> **Problem description**: Looking at the data below, report how many lines contain "connection", with no other words.

Records from a data source
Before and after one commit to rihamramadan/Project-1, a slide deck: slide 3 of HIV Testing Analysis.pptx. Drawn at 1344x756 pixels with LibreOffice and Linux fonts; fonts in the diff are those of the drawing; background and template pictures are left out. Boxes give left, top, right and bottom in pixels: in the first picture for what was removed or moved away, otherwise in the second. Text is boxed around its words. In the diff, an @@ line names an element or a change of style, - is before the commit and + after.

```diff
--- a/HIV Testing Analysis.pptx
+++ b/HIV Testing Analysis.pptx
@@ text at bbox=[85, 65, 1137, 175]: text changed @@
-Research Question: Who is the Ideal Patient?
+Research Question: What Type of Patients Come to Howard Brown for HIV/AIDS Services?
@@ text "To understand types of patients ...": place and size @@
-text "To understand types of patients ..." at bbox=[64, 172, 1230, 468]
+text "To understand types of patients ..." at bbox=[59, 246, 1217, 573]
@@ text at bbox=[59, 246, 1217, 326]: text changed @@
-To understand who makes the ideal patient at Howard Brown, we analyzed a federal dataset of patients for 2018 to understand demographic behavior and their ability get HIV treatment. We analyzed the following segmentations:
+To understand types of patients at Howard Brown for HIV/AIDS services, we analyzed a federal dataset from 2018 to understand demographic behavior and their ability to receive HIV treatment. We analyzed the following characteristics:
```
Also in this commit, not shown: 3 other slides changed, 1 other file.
...
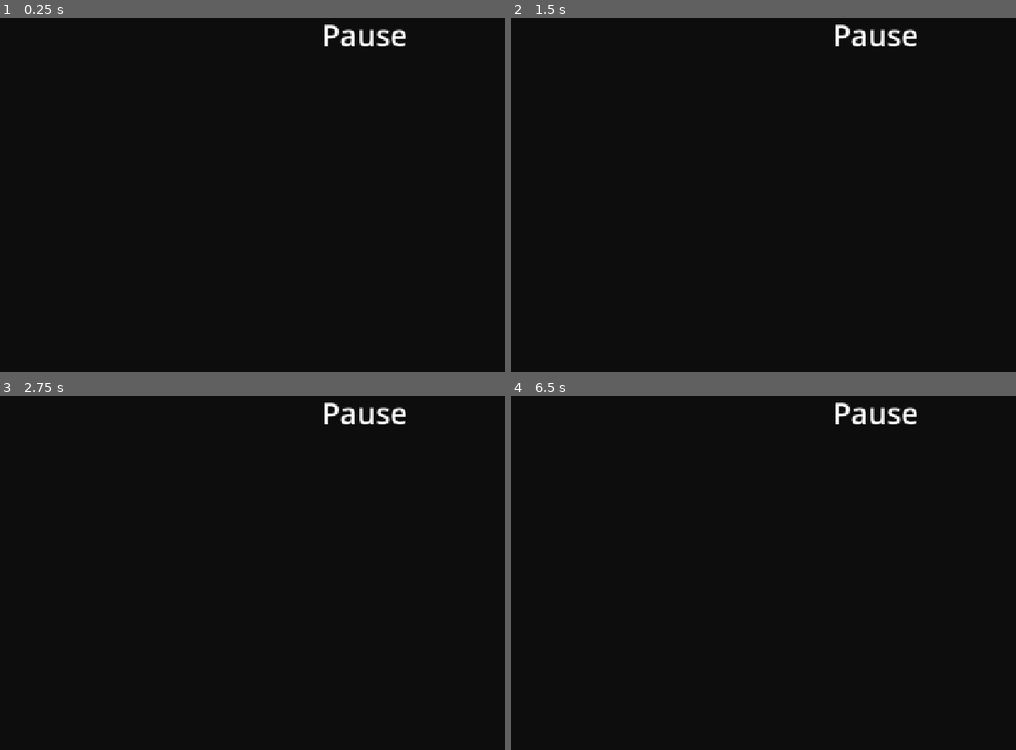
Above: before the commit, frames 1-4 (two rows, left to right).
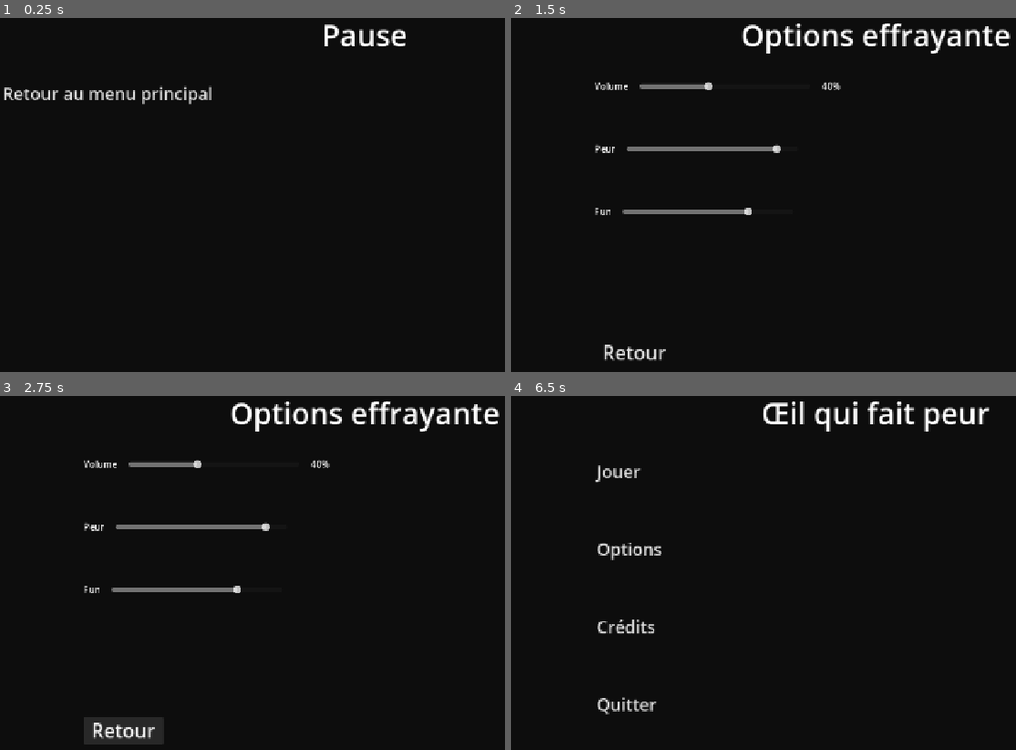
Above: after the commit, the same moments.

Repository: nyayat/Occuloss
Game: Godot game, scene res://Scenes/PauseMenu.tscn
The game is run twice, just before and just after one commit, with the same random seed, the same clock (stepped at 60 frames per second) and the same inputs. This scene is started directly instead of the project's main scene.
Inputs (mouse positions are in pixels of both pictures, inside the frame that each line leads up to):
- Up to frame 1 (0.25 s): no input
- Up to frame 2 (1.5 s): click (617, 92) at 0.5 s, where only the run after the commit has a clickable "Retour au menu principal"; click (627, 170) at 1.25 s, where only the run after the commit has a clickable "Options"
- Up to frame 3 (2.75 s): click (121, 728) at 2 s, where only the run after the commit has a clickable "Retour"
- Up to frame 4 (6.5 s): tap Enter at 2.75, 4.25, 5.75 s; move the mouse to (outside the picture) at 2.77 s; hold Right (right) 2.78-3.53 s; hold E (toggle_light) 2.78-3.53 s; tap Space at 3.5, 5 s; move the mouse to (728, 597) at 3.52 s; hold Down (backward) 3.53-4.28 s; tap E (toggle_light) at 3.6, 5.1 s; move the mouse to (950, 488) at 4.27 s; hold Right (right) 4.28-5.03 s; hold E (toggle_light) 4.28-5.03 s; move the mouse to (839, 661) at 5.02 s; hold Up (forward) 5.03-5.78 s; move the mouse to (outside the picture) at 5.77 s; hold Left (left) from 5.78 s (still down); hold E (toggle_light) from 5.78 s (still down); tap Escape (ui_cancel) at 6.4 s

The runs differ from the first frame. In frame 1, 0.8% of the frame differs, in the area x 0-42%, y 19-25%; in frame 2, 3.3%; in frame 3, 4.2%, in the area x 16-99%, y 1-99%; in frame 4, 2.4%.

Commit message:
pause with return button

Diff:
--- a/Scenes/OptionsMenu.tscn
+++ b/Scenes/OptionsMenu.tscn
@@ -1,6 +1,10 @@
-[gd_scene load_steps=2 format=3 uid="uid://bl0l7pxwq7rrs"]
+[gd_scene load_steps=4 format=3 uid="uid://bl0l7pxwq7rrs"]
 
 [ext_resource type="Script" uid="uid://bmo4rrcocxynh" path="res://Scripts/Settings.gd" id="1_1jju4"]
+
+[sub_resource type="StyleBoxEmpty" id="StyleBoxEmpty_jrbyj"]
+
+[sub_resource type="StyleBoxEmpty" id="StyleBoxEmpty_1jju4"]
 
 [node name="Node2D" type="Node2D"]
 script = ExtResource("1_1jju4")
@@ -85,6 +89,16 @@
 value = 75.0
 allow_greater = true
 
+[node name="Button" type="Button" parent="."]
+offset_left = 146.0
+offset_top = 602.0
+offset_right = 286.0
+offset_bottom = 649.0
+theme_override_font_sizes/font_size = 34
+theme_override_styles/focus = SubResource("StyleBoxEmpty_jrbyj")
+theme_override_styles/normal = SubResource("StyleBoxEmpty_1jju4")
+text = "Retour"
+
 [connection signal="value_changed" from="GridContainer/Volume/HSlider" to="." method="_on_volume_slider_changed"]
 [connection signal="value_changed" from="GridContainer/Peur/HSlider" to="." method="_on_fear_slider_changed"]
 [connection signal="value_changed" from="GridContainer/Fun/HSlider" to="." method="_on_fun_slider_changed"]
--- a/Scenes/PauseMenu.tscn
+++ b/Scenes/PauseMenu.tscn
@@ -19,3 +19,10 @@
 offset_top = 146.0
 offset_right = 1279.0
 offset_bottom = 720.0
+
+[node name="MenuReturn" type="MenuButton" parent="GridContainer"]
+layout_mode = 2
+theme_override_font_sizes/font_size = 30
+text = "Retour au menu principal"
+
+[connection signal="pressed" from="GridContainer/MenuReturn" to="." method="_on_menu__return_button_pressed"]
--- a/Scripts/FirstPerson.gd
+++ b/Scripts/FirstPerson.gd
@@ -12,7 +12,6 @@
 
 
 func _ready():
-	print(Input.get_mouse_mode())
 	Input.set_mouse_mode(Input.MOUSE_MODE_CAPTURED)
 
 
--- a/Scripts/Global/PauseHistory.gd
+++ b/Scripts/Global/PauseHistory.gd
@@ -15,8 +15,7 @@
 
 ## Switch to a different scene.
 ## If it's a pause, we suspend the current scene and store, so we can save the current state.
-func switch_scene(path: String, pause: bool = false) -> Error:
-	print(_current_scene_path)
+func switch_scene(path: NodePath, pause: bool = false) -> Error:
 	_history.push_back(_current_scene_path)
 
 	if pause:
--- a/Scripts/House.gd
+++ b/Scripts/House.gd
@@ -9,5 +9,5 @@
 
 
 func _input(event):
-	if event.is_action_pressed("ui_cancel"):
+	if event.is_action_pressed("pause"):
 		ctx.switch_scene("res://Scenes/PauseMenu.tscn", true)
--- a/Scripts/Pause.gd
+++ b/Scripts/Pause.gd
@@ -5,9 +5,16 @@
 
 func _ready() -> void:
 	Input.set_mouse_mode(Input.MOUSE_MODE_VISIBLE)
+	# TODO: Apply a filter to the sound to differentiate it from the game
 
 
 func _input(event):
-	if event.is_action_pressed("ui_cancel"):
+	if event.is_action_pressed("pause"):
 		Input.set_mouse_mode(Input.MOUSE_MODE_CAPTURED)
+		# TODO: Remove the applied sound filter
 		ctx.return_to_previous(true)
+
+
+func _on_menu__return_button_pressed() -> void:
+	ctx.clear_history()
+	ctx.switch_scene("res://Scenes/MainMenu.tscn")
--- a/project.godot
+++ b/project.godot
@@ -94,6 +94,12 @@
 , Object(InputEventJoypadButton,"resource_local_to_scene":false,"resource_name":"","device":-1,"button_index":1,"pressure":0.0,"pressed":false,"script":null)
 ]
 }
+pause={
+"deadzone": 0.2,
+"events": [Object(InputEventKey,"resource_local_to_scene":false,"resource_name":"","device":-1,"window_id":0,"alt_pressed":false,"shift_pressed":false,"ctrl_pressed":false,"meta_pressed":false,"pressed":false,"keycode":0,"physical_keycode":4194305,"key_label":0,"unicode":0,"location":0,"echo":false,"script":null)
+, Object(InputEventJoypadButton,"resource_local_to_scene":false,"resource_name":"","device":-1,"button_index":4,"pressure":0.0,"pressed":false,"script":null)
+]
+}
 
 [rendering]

> **Solution below**: 4